I craned my head around, stumbling in after Hayne, trying to see all of them. The ceiling was twelve or fifteen feet high, with an astonishingly large skylight to let the sunshine in, and oak shelves covered each wall. The books looked like they were arranged more or less chronologically: the shelves on the west wall held ancient, browning covers with titles I could barely make out, while the south wall books looked all shiny and new. I was so busy looking that I bumped into a thickly stuffed blue armchair in the center of the room. There was another armchair and a matching couch with a coffee table that matched the shade of the bookshelves.

I was in love.

“The library,” Hayne boomed behind me. I turned to face him, finally remembering he was there. He was giving me a bemused grin. “You seem to like it okay.”
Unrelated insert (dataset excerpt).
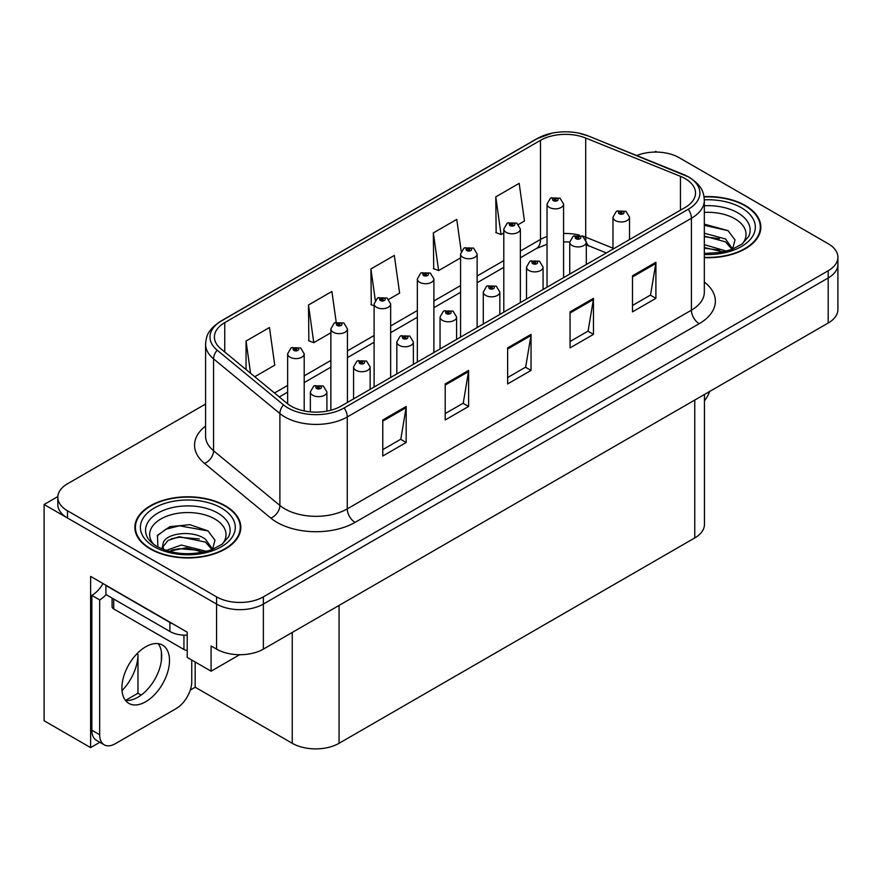 <?xml version="1.0" encoding="UTF-8"?>
<svg xmlns="http://www.w3.org/2000/svg" width="882" height="882" viewBox="0 0 882 882"><rect width="100%" height="100%" fill="white"/><g stroke="black" fill="none" stroke-linecap="round" stroke-linejoin="round"><path stroke-width="1.32" d="M99.831 742.291L90.614 747.605L90.614 576.398L187.216 632.185L187.216 657.41L211.096 671.191L211.096 645.966L216.564 649.119A33.108 19.117 0 0 0 263.376 649.119L828.198 323.021A33.108 19.117 0 0 0 837.9 309.505L837.9 264.457A33.108 19.117 0 0 1 828.198 277.962A33.108 19.117 0 0 0 837.9 264.457L837.9 257.246A33.108 19.117 0 0 0 828.198 243.73L679.151 157.68A33.108 19.117 0 0 0 636.749 155.53M239.639 654.72L211.096 671.191M656.991 152.09L655.745 151.362L654.488 152.09M205.583 404.055L67.506 483.777A33.108 19.117 0 0 0 57.815 497.283A33.108 19.117 0 0 0 67.506 510.799L216.564 596.86A33.108 19.117 0 0 0 263.376 596.86L263.376 604.06L828.198 277.962L263.376 604.06A33.108 19.117 0 0 1 216.564 604.06A33.108 19.117 0 0 0 263.376 604.06L263.376 649.119M90.614 747.605L44.1 720.759L44.1 504.493L216.564 604.06L67.506 518.01A33.108 19.117 0 0 1 57.815 504.493L57.815 497.283M57.837 496.566L44.1 504.493M704.453 394.463L704.453 524.415A33.108 19.117 180 0 1 694.762 537.932L339.074 743.283A33.108 19.117 180 0 1 292.251 743.283L195.176 687.232L195.176 662.007M161.384 660.629L161.384 651.754M195.176 687.232L190.269 690.077M125.586 700.385L137.978 693.23L141.186 695.082M122.014 690.595A35.313 20.385 120 0 0 137.978 654.477L136.864 653.838M137.978 693.23L137.978 654.477M704.332 257.665A52.975 30.583 0 0 0 760.846 227.148A52.975 30.583 0 0 0 745.334 205.517A52.975 30.583 0 0 0 704.045 196.642M225.296 505.761A52.975 30.583 0 0 0 167.569 499.124A52.975 30.583 0 0 0 134.869 527.381A52.975 30.583 0 0 0 150.381 549.012A52.975 30.583 0 0 0 208.119 555.638A52.975 30.583 0 0 0 240.819 527.381A52.975 30.583 0 0 0 225.296 505.761M135.42 530.192A52.975 30.583 0 0 0 135.244 530.986M685.16 178.627A35.313 20.385 180 0 1 695.512 193.037A35.313 20.385 180 0 1 685.16 207.457L341.025 406.139A35.313 20.385 180 0 1 287.124 403.416L220.798 348.732A35.313 20.385 180 0 1 214.403 337.034A35.313 20.385 180 0 1 224.756 322.614L540.49 140.326A35.313 20.385 180 0 1 585.714 138.044L680.452 176.334A35.313 20.385 180 0 1 685.16 178.627M688.28 176.819A39.734 22.932 0 0 0 682.977 174.25L588.25 135.949A39.734 22.932 0 0 0 578.702 133.116A39.734 22.932 0 0 0 552.209 133.116A39.734 22.932 0 0 0 537.37 138.529L221.625 320.816A39.734 22.932 0 0 0 217.181 350.187L283.508 404.882A39.734 22.932 0 0 0 344.145 407.947L688.28 209.255A39.734 22.932 0 0 0 688.28 176.819M382.777 419.975L382.777 456.016L406.183 442.499L406.183 406.459L382.777 419.975M382.777 449.622L400.803 439.214L406.095 407.66A8.831 5.094 -120 0 0 406.183 406.459M400.649 439.302L406.183 442.499M445.201 383.935L445.201 419.975L468.618 406.459L468.618 370.418L445.201 383.935M445.201 413.581L463.237 403.173L468.518 371.62A8.831 5.094 -120 0 0 468.618 370.418M463.072 403.261L468.618 406.459M632.493 275.801L632.493 311.853L655.899 298.337L655.899 262.285L632.493 275.801M632.493 305.459L650.519 295.04L655.8 263.486A8.831 5.094 -120 0 0 655.899 262.285M650.365 295.139L655.899 298.337M570.059 311.853L570.059 347.894L593.476 334.377L593.476 298.337L570.059 311.853M570.059 341.499L588.096 331.081L593.377 299.527A8.831 5.094 -120 0 0 593.476 298.337M587.93 331.18L593.476 334.377M507.635 347.894L507.635 383.935L531.041 370.418L531.041 334.377L507.635 347.894M507.635 377.54L525.661 367.132L530.953 335.568A8.831 5.094 -120 0 0 531.041 334.377M525.507 367.221L531.041 370.418M263.376 596.86L828.198 270.763A33.108 19.117 0 0 0 837.9 257.246M254.755 376.735L274.754 365.181L269.462 327.531L246.056 341.047L246.056 369.558M461.209 251.183L456.755 219.398L433.338 232.914L433.724 268.734M518.495 224.458L524.47 221.018L519.178 183.357L495.772 196.873L496.147 232.694M336.207 322.195L331.897 291.479L308.491 304.996L308.865 340.827M388.797 299.34L399.612 293.1L394.32 255.438L370.914 268.955L371.289 304.786M374.111 305.833L370.914 304.643M370.914 268.955L375.291 300.167M433.338 232.914L438.63 270.576L460.569 257.908M438.63 270.576L433.338 268.602M495.772 196.873L501.053 234.535L503.798 232.947M501.053 234.535L495.772 232.55M308.491 304.996L313.772 342.657L330.871 332.779M313.772 342.657L308.491 340.684M246.056 341.047L250.576 373.284M240.444 530.986A52.975 30.583 0 0 0 240.268 530.192M760.471 230.753A52.975 30.583 0 0 0 760.295 229.948M304.202 410.935L304.202 353.836A8.28 4.774 180 0 1 299.086 358.246A8.28 4.774 180 0 1 290.068 357.21A8.28 4.774 180 0 1 287.642 353.836L290.95 348.081A5.513 3.319 57.8 0 1 293.882 348.247A2.756 1.588 0 0 0 293.971 350.452A2.756 1.588 0 0 0 297.873 350.452A2.756 1.588 0 0 0 297.873 348.203A2.756 1.588 0 0 0 294.059 348.147L295.172 348.853A1.103 0.639 180 0 1 296.341 349.911A1.103 0.639 180 0 1 295.106 348.897L293.882 348.247M295.172 349.79L295.172 348.853M294.059 348.147A5.513 3.043 -117.9 0 0 291.479 347.784A5.513 3.043 -117.9 0 0 291.236 347.938M295.106 349.757L295.106 348.897M326.902 411.133L326.902 391.906A8.28 4.774 180 0 1 321.798 396.316A8.28 4.774 180 0 1 312.779 395.279A8.28 4.774 180 0 1 310.354 391.906L313.65 386.162A5.513 3.319 57.8 0 1 316.594 386.316A2.756 1.588 0 0 0 316.682 388.521A2.756 1.588 0 0 0 320.585 388.521A2.756 1.588 0 0 0 320.585 386.272A2.756 1.588 0 0 0 316.77 386.217L317.884 386.922A1.103 0.639 180 0 1 319.052 387.981A1.103 0.639 180 0 1 317.818 386.966L316.594 386.316M317.884 387.871L317.884 386.922M316.77 386.217A5.513 3.043 -117.9 0 0 314.19 385.853A5.513 3.043 -117.9 0 0 313.937 386.007M317.818 387.826L317.818 386.966M347.431 402.446L347.431 328.876A8.28 4.774 180 0 1 342.315 333.286A8.28 4.774 180 0 1 333.297 332.249A8.28 4.774 180 0 1 330.871 328.876L334.179 323.132A5.513 3.319 57.8 0 1 337.122 323.286A2.756 1.588 0 0 0 337.2 325.491A2.756 1.588 0 0 0 341.102 325.491A2.756 1.588 0 0 0 341.102 323.242A2.756 1.588 0 0 0 337.288 323.187L338.412 323.892A1.103 0.639 180 0 1 339.57 324.951A1.103 0.639 180 0 1 338.368 324.819L337.122 323.286M338.412 324.841L338.412 323.892M337.288 323.187A5.513 3.043 -117.9 0 0 334.708 322.823A5.513 3.043 -117.9 0 0 334.465 322.977M338.368 324.819A1.103 0.639 180 0 1 338.335 323.937M390.66 377.485L390.66 303.915A8.28 4.774 180 0 1 385.555 308.325A8.28 4.774 180 0 1 376.537 307.289A8.28 4.774 180 0 1 374.111 303.915L377.408 298.171A5.513 3.319 57.8 0 1 380.351 298.325A2.756 1.588 0 0 0 380.429 300.53A2.756 1.588 0 0 0 384.332 300.53A2.756 1.588 0 0 0 384.332 298.281A2.756 1.588 0 0 0 380.517 298.237L381.641 298.932A1.103 0.639 180 0 1 382.81 299.99A1.103 0.639 180 0 1 381.608 299.858L381.641 298.932M380.517 298.237A5.513 3.043 -117.9 0 0 377.937 297.862A5.513 3.043 -117.9 0 0 377.694 298.017M381.575 299.836L380.351 298.325M381.608 299.858A1.103 0.639 180 0 1 381.575 298.976M433.889 352.524L433.889 278.955A8.28 4.774 180 0 1 428.784 283.365A8.28 4.774 180 0 1 419.766 282.328A8.28 4.774 180 0 1 417.34 278.955L420.637 273.211A5.513 3.319 57.8 0 1 423.581 273.376A2.756 1.588 0 0 0 423.669 275.57A2.756 1.588 0 0 0 427.572 275.57A2.756 1.588 0 0 0 427.572 273.321A2.756 1.588 0 0 0 423.757 273.277L424.87 273.982A1.103 0.639 180 0 1 426.039 275.041A1.103 0.639 180 0 1 424.837 274.897L424.87 273.982M423.757 273.277A5.513 3.043 -117.9 0 0 421.177 272.902A5.513 3.043 -117.9 0 0 420.935 273.056M424.804 274.875L423.581 273.376M424.837 274.897A1.103 0.639 180 0 1 424.804 274.015M370.142 389.337L370.142 366.945A8.28 4.774 180 0 1 365.027 371.355A8.28 4.774 180 0 1 356.008 370.319A8.28 4.774 180 0 1 353.583 366.945L356.89 361.201A5.513 3.319 57.8 0 1 359.823 361.355A2.756 1.588 0 0 0 359.911 363.56A2.756 1.588 0 0 0 363.814 363.56A2.756 1.588 0 0 0 363.814 361.311A2.756 1.588 0 0 0 359.999 361.267L361.113 361.962A1.103 0.639 180 0 1 362.282 363.02A1.103 0.639 180 0 1 361.08 362.888L359.823 361.355M361.113 362.91L361.113 361.962M359.999 361.267A5.513 3.043 -117.9 0 0 357.419 360.892A5.513 3.043 -117.9 0 0 357.177 361.047M361.08 362.888A1.103 0.639 180 0 1 361.047 362.006M413.371 364.376L413.371 341.984A8.28 4.774 180 0 1 408.256 346.394A8.28 4.774 180 0 1 399.237 345.358A8.28 4.774 180 0 1 396.812 341.984L400.119 336.24A5.513 3.319 57.8 0 1 403.063 336.406A2.756 1.588 0 0 0 403.14 338.6A2.756 1.588 0 0 0 407.043 338.6A2.756 1.588 0 0 0 407.043 336.351A2.756 1.588 0 0 0 403.228 336.307L404.353 337.012A1.103 0.639 180 0 1 405.511 338.071A1.103 0.639 180 0 1 404.309 337.927L403.063 336.406M404.353 337.949L404.353 337.012M403.228 336.307A5.513 3.043 -117.9 0 0 400.649 335.932A5.513 3.043 -117.9 0 0 400.406 336.086M404.309 337.927A1.103 0.639 180 0 1 404.276 337.045M456.6 339.416L456.6 317.024A8.28 4.774 180 0 1 451.496 321.434A8.28 4.774 180 0 1 442.477 320.398A8.28 4.774 180 0 1 440.052 317.024L443.348 311.28A5.513 3.319 57.8 0 1 446.292 311.445A2.756 1.588 0 0 0 446.369 313.639A2.756 1.588 0 0 0 450.272 313.639A2.756 1.588 0 0 0 450.272 311.39A2.756 1.588 0 0 0 446.457 311.346L447.582 312.052A1.103 0.639 180 0 1 448.751 313.11A1.103 0.639 180 0 1 447.516 312.085L446.292 311.445M447.582 312.989L447.582 312.052M446.457 311.346A5.513 3.043 -117.9 0 0 443.878 310.971A5.513 3.043 -117.9 0 0 443.635 311.125M447.516 312.945L447.516 312.085M499.829 314.455L499.829 292.063A8.28 4.774 180 0 1 494.725 296.473A8.28 4.774 180 0 1 485.706 295.437A8.28 4.774 180 0 1 483.281 292.063L486.577 286.319A5.513 3.319 57.8 0 1 489.521 286.485A2.756 1.588 0 0 0 489.609 288.679A2.756 1.588 0 0 0 493.512 288.679A2.756 1.588 0 0 0 493.512 286.43A2.756 1.588 0 0 0 489.697 286.385L490.811 287.091A1.103 0.639 180 0 1 491.98 288.149A1.103 0.639 180 0 1 490.745 287.124L489.521 286.485M490.811 288.028L490.811 287.091M489.697 286.385A5.513 3.043 -117.9 0 0 487.118 286.011A5.513 3.043 -117.9 0 0 486.864 286.165M490.745 287.984L490.745 287.124M709.734 391.421A22.072 12.745 -60 0 1 704.453 400.814M145.706 701.741A33.659 19.437 120 0 0 167.69 672.084A33.659 19.437 120 0 0 162.531 645.106A33.659 19.437 120 0 0 145.706 646.782A33.659 19.437 120 0 0 123.712 676.439A33.659 19.437 120 0 0 128.871 703.406A33.659 19.437 120 0 0 145.706 701.741M158.176 643.651A33.659 19.437 -60 0 1 158.672 671.169A33.659 19.437 -60 0 1 137.901 697.243A33.659 19.437 -60 0 1 125.431 700.363M191.747 660.023L191.747 681.566A22.072 12.745 -60 0 1 176.135 708.599L115.266 743.735A22.072 12.745 -60 0 1 104.23 744.827A22.072 12.745 -60 0 1 99.666 734.728L99.666 599.925L91.86 595.416A22.072 12.745 120 0 0 103.007 583.564M106.083 594.622A22.072 12.745 -60 0 1 99.666 599.925M104.23 744.827L96.425 740.329A22.072 12.745 -60 0 1 91.86 730.219L91.86 595.416M172.817 623.872A22.072 12.745 180 0 1 169.895 622.449L105.906 585.505A22.072 12.745 0 0 0 106.16 585.383M169.895 622.449L169.895 631.457A22.072 12.745 0 0 0 187.216 635.15M105.906 585.505L105.906 594.512L169.895 631.457M704.332 212.397A38.191 22.05 180 0 1 734.882 218.769A38.191 22.05 180 0 1 742.412 243.763M732.325 249.992L735.026 239.926L728.025 230.632L704.332 224.138M704.09 196.962A52.424 30.264 180 0 1 744.937 205.749A52.424 30.264 180 0 1 760.295 227.148A52.424 30.264 180 0 1 704.332 257.346M704.332 244.656L726.514 251.15M704.332 247.522L723.251 251.932M704.332 233.212L725.511 238.989L732.71 249.11M704.332 236.078L725.511 241.855L732.016 249.374M704.332 225.285L728.146 230.72M704.332 236.729L719.348 238.702M704.332 248.173L719.37 250.157M153.303 543.996A38.191 22.05 180 0 1 165.871 516.554A38.191 22.05 180 0 1 214.844 519.002A38.191 22.05 180 0 1 222.385 543.996M212.286 550.236L214.988 540.159L207.998 530.876L189.762 524.658L169.84 526.664L157.481 535.33L157.878 546.421M224.91 505.981A52.424 30.264 180 0 1 240.268 527.381A52.424 30.264 180 0 1 207.898 555.34A52.424 30.264 180 0 1 150.778 548.78A52.424 30.264 180 0 1 135.42 527.381A52.424 30.264 180 0 1 167.778 499.421A52.424 30.264 180 0 1 224.91 505.981M166.07 550.445L181.383 545.043L206.487 551.382M168.947 551.316L186.135 547.777L203.224 552.176M161.979 548.924L163.159 543.29A24.95 14.399 0 0 0 162.894 545.407A24.95 14.399 0 0 0 164.052 549.74M163.159 543.29C164.967 533.356 192.254 529.409 205.484 539.233L212.683 549.343M163.005 546.796L168.01 540.423L179.233 536.697L205.484 542.088L211.989 549.607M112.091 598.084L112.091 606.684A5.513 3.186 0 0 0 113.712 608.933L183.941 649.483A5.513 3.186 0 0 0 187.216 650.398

“It’s nice,” I said noncommittally, but I was thrilled and we both knew it. Hayne and I exchanged a smile. I considered making a comment about feeling like Belle in
Beauty and the Beast
, but wasn’t sure how he’d take the implication.

“There’s a bell over there,” Hayne said, pointing to a little brass bell on the shelf nearest the door we’d come through. “If you need something, ring it and one of the house staff will come. The bathroom is the very next door down the hall, on the right.” His face grew stern. “If you need to go anywhere else, ring the bell, and one of the house staff will get me or my men. You do not want to
run around this house unescorted.” He said the last part with a lot of warning in his voice, and I found myself nodding emphatically. It would just suck if I got accidentally shot.